● **Exercise goal**:
The material below must be restated exactly, line by line.

═══ Dataset entries

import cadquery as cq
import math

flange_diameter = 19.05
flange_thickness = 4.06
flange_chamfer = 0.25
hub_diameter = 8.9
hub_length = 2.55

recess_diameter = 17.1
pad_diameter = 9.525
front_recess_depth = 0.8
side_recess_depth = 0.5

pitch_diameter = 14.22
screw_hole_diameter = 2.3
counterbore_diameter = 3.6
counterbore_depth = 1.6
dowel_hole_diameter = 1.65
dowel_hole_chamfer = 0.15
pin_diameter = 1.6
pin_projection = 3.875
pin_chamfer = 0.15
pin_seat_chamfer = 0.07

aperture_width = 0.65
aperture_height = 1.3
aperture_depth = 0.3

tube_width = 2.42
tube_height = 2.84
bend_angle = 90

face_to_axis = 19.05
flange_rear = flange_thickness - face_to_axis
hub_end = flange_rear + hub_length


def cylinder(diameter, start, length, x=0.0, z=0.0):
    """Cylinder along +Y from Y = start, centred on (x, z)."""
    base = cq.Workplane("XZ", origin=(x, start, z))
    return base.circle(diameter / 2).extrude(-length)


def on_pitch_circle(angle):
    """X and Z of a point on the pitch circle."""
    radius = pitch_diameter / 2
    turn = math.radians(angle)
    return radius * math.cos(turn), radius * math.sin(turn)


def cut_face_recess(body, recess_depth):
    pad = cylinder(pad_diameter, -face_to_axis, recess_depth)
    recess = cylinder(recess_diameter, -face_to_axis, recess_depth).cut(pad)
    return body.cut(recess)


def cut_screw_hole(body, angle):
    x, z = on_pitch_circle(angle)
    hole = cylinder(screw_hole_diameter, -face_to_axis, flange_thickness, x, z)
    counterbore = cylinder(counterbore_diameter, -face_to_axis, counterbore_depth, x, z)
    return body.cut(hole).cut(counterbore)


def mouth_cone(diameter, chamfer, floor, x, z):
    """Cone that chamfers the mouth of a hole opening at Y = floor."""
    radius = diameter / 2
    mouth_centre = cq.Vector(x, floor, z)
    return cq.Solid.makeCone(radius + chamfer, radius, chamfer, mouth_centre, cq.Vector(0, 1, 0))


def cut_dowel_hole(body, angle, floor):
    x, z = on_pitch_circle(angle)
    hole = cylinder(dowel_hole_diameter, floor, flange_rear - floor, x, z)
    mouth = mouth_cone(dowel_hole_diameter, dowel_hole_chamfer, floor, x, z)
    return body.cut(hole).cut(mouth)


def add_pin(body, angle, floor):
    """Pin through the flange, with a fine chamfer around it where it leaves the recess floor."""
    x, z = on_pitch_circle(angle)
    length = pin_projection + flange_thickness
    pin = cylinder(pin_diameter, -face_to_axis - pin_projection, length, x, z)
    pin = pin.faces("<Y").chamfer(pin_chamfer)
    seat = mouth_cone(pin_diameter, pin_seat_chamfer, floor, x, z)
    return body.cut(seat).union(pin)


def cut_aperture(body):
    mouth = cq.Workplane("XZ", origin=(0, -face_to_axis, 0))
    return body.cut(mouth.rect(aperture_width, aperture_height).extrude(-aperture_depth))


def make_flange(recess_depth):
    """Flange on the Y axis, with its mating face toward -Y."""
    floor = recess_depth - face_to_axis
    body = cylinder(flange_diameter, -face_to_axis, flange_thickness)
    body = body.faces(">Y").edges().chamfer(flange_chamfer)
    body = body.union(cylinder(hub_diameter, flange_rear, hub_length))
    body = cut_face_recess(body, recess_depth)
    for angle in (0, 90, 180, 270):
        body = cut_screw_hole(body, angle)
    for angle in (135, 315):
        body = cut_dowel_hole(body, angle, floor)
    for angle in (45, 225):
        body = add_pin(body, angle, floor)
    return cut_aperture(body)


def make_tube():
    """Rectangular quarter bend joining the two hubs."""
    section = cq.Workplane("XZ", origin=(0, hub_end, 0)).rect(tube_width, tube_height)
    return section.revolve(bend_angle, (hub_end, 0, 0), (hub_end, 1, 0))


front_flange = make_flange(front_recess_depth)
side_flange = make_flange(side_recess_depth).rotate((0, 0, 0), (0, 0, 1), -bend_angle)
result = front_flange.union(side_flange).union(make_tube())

══════

● **Solution for this task**:
import cadquery as cq
import math

flange_diameter = 19.05
flange_thickness = 4.06
flange_chamfer = 0.25
hub_diameter = 8.9
hub_length = 2.55

recess_diameter = 17.1
pad_diameter = 9.525
front_recess_depth = 0.8
side_recess_depth = 0.5

pitch_diameter = 14.22
screw_hole_diameter = 2.3
counterbore_diameter = 3.6
counterbore_depth = 1.6
dowel_hole_diameter = 1.65
dowel_hole_chamfer = 0.15
pin_diameter = 1.6
pin_projection = 3.875
pin_chamfer = 0.15
pin_seat_chamfer = 0.07

aperture_width = 0.65
aperture_height = 1.3
aperture_depth = 0.3

tube_width = 2.42
tube_height = 2.84
bend_angle = 90

face_to_axis = 19.05
flange_rear = flange_thickness - face_to_axis
hub_end = flange_rear + hub_length


def cylinder(diameter, start, length, x=0.0, z=0.0):
    """Cylinder along +Y from Y = start, centred on (x, z)."""
    base = cq.Workplane("XZ", origin=(x, start, z))
    return base.circle(diameter / 2).extrude(-length)


def on_pitch_circle(angle):
    """X and Z of a point on the pitch circle."""
    radius = pitch_diameter / 2
    turn = math.radians(angle)
    return radius * math.cos(turn), radius * math.sin(turn)


def cut_face_recess(body, recess_depth):
    pad = cylinder(pad_diameter, -face_to_axis, recess_depth)
    recess = cylinder(recess_diameter, -face_to_axis, recess_depth).cut(pad)
    return body.cut(recess)


def cut_screw_hole(body, angle):
    x, z = on_pitch_circle(angle)
    hole = cylinder(screw_hole_diameter, -face_to_axis, flange_thickness, x, z)
    counterbore = cylinder(counterbore_diameter, -face_to_axis, counterbore_depth, x, z)
    return body.cut(hole).cut(counterbore)


def mouth_cone(diameter, chamfer, floor, x, z):
    """Cone that chamfers the mouth of a hole opening at Y = floor."""
    radius = diameter / 2
    mouth_centre = cq.Vector(x, floor, z)
    return cq.Solid.makeCone(radius + chamfer, radius, chamfer, mouth_centre, cq.Vector(0, 1, 0))


def cut_dowel_hole(body, angle, floor):
    x, z = on_pitch_circle(angle)
    hole = cylinder(dowel_hole_diameter, floor, flange_rear - floor, x, z)
    mouth = mouth_cone(dowel_hole_diameter, dowel_hole_chamfer, floor, x, z)
    return body.cut(hole).cut(mouth)


def add_pin(body, angle, floor):
    """Pin through the flange, with a fine chamfer around it where it leaves the recess floor."""
    x, z = on_pitch_circle(angle)
    length = pin_projection + flange_thickness
    pin = cylinder(pin_diameter, -face_to_axis - pin_projection, length, x, z)
    pin = pin.faces("<Y").chamfer(pin_chamfer)
    seat = mouth_cone(pin_diameter, pin_seat_chamfer, floor, x, z)
    return body.cut(seat).union(pin)


def cut_aperture(body):
    mouth = cq.Workplane("XZ", origin=(0, -face_to_axis, 0))
    return body.cut(mouth.rect(aperture_width, aperture_height).extrude(-aperture_depth))


def make_flange(recess_depth):
    """Flange on the Y axis, with its mating face toward -Y."""
    floor = recess_depth - face_to_axis
    body = cylinder(flange_diameter, -face_to_axis, flange_thickness)
    body = body.faces(">Y").edges().chamfer(flange_chamfer)
    body = body.union(cylinder(hub_diameter, flange_rear, hub_length))
    body = cut_face_recess(body, recess_depth)
    for angle in (0, 90, 180, 270):
        body = cut_screw_hole(body, angle)
    for angle in (135, 315):
        body = cut_dowel_hole(body, angle, floor)
    for angle in (45, 225):
        body = add_pin(body, angle, floor)
    return cut_aperture(body)


def make_tube():
    """Rectangular quarter bend joining the two hubs."""
    section = cq.Workplane("XZ", origin=(0, hub_end, 0)).rect(tube_width, tube_height)
    return section.revolve(bend_angle, (hub_end, 0, 0), (hub_end, 1, 0))


front_flange = make_flange(front_recess_depth)
side_flange = make_flange(side_recess_depth).rotate((0, 0, 0), (0, 0, 1), -bend_angle)
result = front_flange.union(side_flange).union(make_tube())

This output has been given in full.